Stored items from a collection
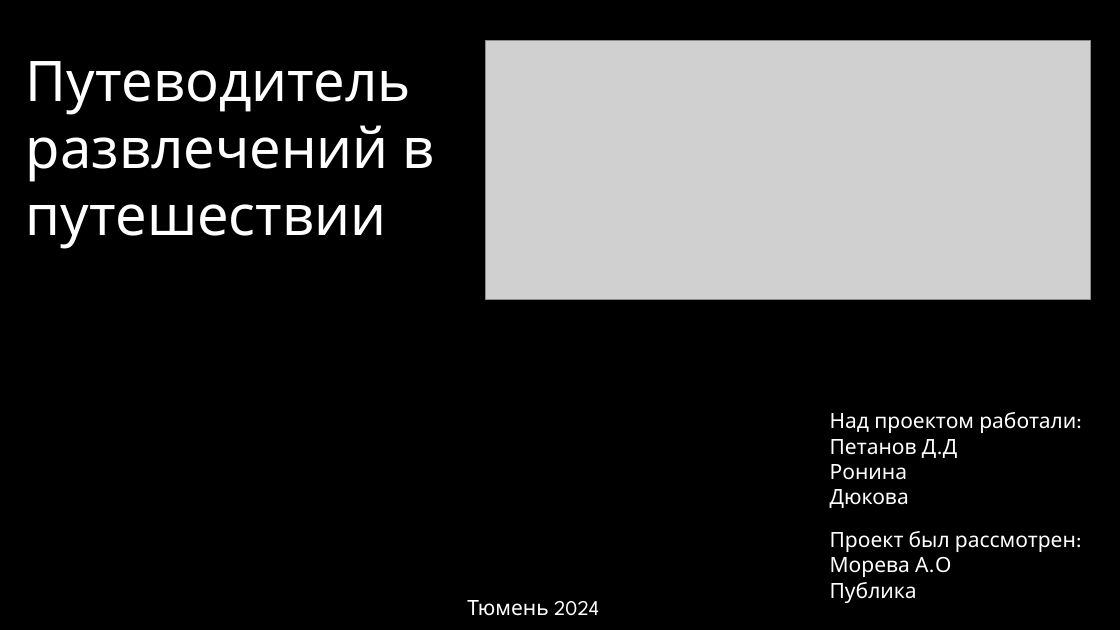
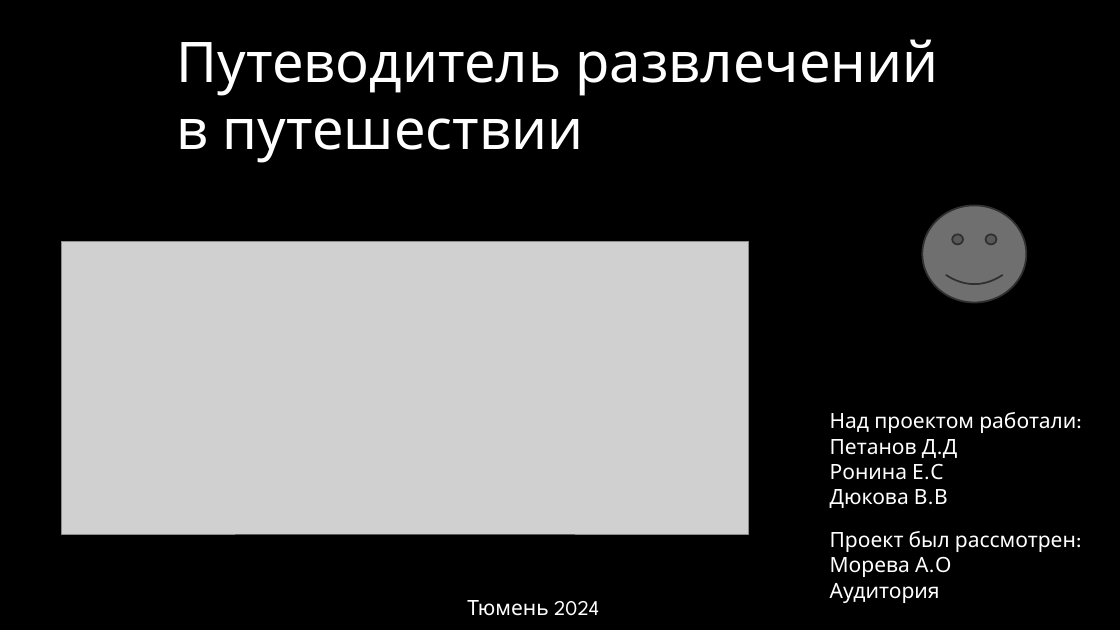
Before and after one commit to Ka1k0/myproject, a slide deck: slide 1 of СервисМечты.pptx. Drawn at 1120x630 pixels with LibreOffice and Linux fonts; fonts in the diff are those of the drawing; grey boxes stand for pictures; background and template pictures are left out. Boxes give left, top, right and bottom in pixels: in the first picture for what was removed or moved away, otherwise in the second. Text is boxed around its words. In the diff, an @@ line names an element or a change of style, - is before the commit and + after.

```diff
--- a/СервисМечты.pptx
+++ b/СервисМечты.pptx
@@ text "Путеводитель развлечений в путешествии" rewrapped from (26,61,435,249) to (177,39,938,163) @@
@@ smiley face added at (923,206,1027,303), fill #6F6F6F, outline #313131 1.5 pt @@
@@ picture: place and size @@
-picture at (486,41,1091,299)
+picture at (62,241,749,534)
@@ text at (830,463,948,508): text changed @@
-Ронина
-Дюкова
+Ронина Е.С
+Дюкова В.В
@@ text at (830,583,940,603): text changed @@
-Публика
+Аудитория
```
Also in this commit, not shown: 1 other slide changed.

(PROBLEM TO SOLVE):
Only the words belong in your copy: restate the data above exactly and leave the images out.

(TASK RESPONSE):
Before and after one commit to Ka1k0/myproject, a slide deck: slide 1 of СервисМечты.pptx. Drawn at 1120x630 pixels with LibreOffice and Linux fonts; fonts in the diff are those of the drawing; grey boxes stand for pictures; background and template pictures are left out. Boxes give left, top, right and bottom in pixels: in the first picture for what was removed or moved away, otherwise in the second. Text is boxed around its words. In the diff, an @@ line names an element or a change of style, - is before the commit and + after.

```diff
--- a/СервисМечты.pptx
+++ b/СервисМечты.pptx
@@ text "Путеводитель развлечений в путешествии" rewrapped from (26,61,435,249) to (177,39,938,163) @@
@@ smiley face added at (923,206,1027,303), fill #6F6F6F, outline #313131 1.5 pt @@
@@ picture: place and size @@
-picture at (486,41,1091,299)
+picture at (62,241,749,534)
@@ text at (830,463,948,508): text changed @@
-Ронина
-Дюкова
+Ронина Е.С
+Дюкова В.В
@@ text at (830,583,940,603): text changed @@
-Публика
+Аудитория
```
Also in this commit, not shown: 1 other slide changed.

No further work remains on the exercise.